La diferencia entre calificación precalculada y calculada

La normativa chilena distingue entre una calificación precalculada, más simple y basada en parámetros estándar de la vivienda, y una calificación calculada, que exige una evaluación más detallada de las condiciones reales de construcción y equipamiento, siendo esta segunda modalidad la que ofrece un resultado más preciso pero también más costoso de obtener.

Para una vivienda nueva que busca destacar activamente su desempeño energético como argumento de venta, la calificación calculada suele ser la opción recomendada, dado que refleja con mayor fidelidad las características específicas del proyecto frente a la calificación precalculada, más genérica y menos diferenciadora en el mercado.

Inmobiliarias que ya construyen exclusivamente con calificaciones energéticas altas reportan que este atributo se ha vuelto un argumento de venta relevante entre compradores más informados, especialmente familias jóvenes que valoran explícitamente el ahorro futuro en cuentas de energía por sobre el precio de compra inicial ligeramente superior que puede tener una vivienda más eficiente.

El etiquetado energético de una vivienda también influye cada vez más en su valor de reventa en el mercado secundario, dado que compradores informados ya solicitan explícitamente conocer la calificación CEV antes de decidir una compra, presionando indirectamente a los propietarios de viviendas antiguas a considerar mejoras de eficiencia energética antes de sacar su propiedad a la venta.

Bancos hipotecarios chilenos ya evalúan incorporar la calificación CEV como variable en sus modelos de riesgo crediticio, considerando que una vivienda más eficiente representa gastos operativos menores para la familia propietaria y, por lo tanto, mayor capacidad de pago sostenida del crédito hipotecario a lo largo de los años del préstamo.

Conocer la calificación energética de una vivienda, ya sea antes de comprar o antes de remodelar, sigue siendo una de las mejores formas de tomar decisiones informadas sobre el consumo futuro de energía del hogar.

Este sistema de etiquetado se explica en más detalle en qué es la certificación energética de viviendas en Chile.

Para obtenerla, conviene revisar antes las mejores certificadoras de eficiencia energética residencial en Chile.

Preguntas frecuentes

¿La calificación CEV es obligatoria para vender una vivienda en Chile?

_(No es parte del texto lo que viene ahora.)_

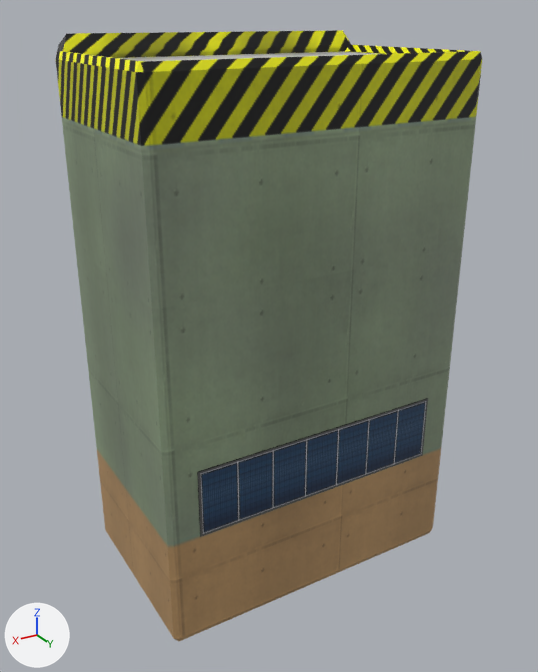
The FBX model Assets/hangar1.fbx: old version first, new version second.
Before and after are seen from a camera (50 mm lens) standing at (0.0417, 0.0743, 0.0413) and looking at (0.0005, 0.0056, 0.007). Arrows for +X, +Y and +Z are at lower left; the lights stay in place. Objects named as collision shapes, trigger or cutter boxes, shadow casters or lower levels of detail are left out. Where no turn or scale is listed for an object, it has been applied to the vertices.

In view in the first picture: 'gates', 'hangar1', 'solarpanel'.
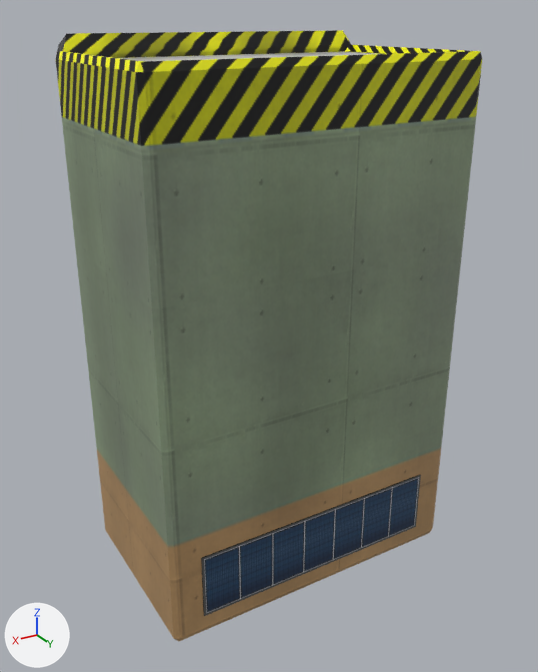
Commit message: Moved solar panel of the SmallHangar to the back.

Boxes [x1, y1, x2, y2] around the edits, measured in the pictures (538 x 672 px):
'solarpanel', moved: before [197, 398, 428, 537]; after [201, 475, 421, 616]

The change, as a diff of the scene's bpy script:
```diff
--- a/Assets/hangar1.fbx.py
+++ b/Assets/hangar1.fbx.py
@@ ob_solarpanel @@
 ob_solarpanel.parent = ob_hangar1
-ob_solarpanel.location = (0.0, -1.625, -0.464)
+ob_solarpanel.location = (0.0, -1.625, -1.538)
 ob_solarpanel.scale = (1.0, 1.0, 0.5)
```
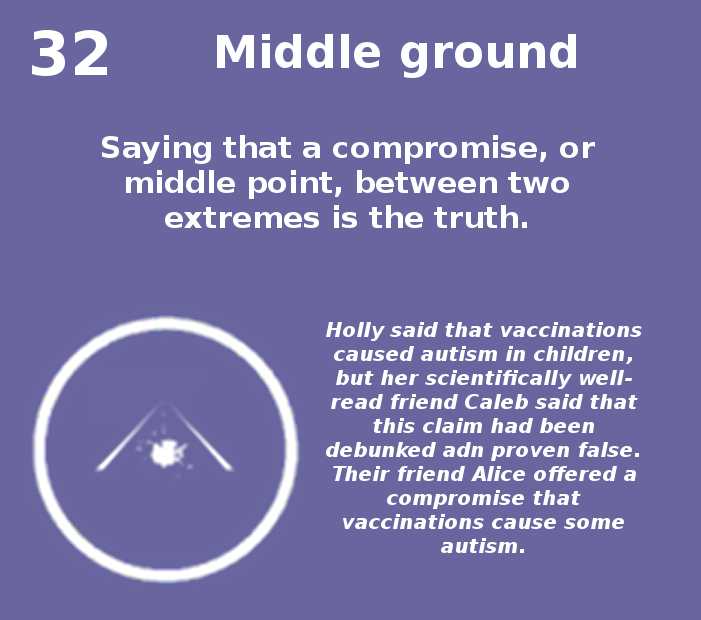
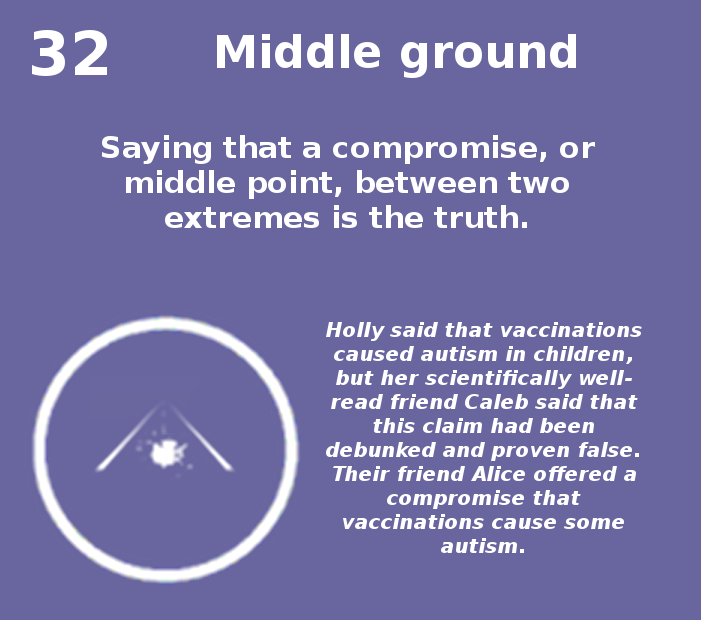
Two versions of the same layered image (701x620). Layer-by-layer changes:
painted on "Holly said that vaccinations c..." over [left=457, top=442, right=485, bottom=457]

No, la CEV se aplica de forma voluntaria en Chile, aunque cada vez más desarrolladores inmobiliarios la incorporan como diferenciador comercial frente a compradores que valoran el ahorro energético de largo plazo de la vivienda.

¿Puedo mejorar la calificación CEV de una vivienda ya construida?

Sí, mejorando la aislación térmica, cambiando ventanas por modelos de mayor eficiencia, o instalando sistemas de calefacción más eficientes, una vivienda existente puede volver a evaluarse y obtener una calificación CEV mejor que la original.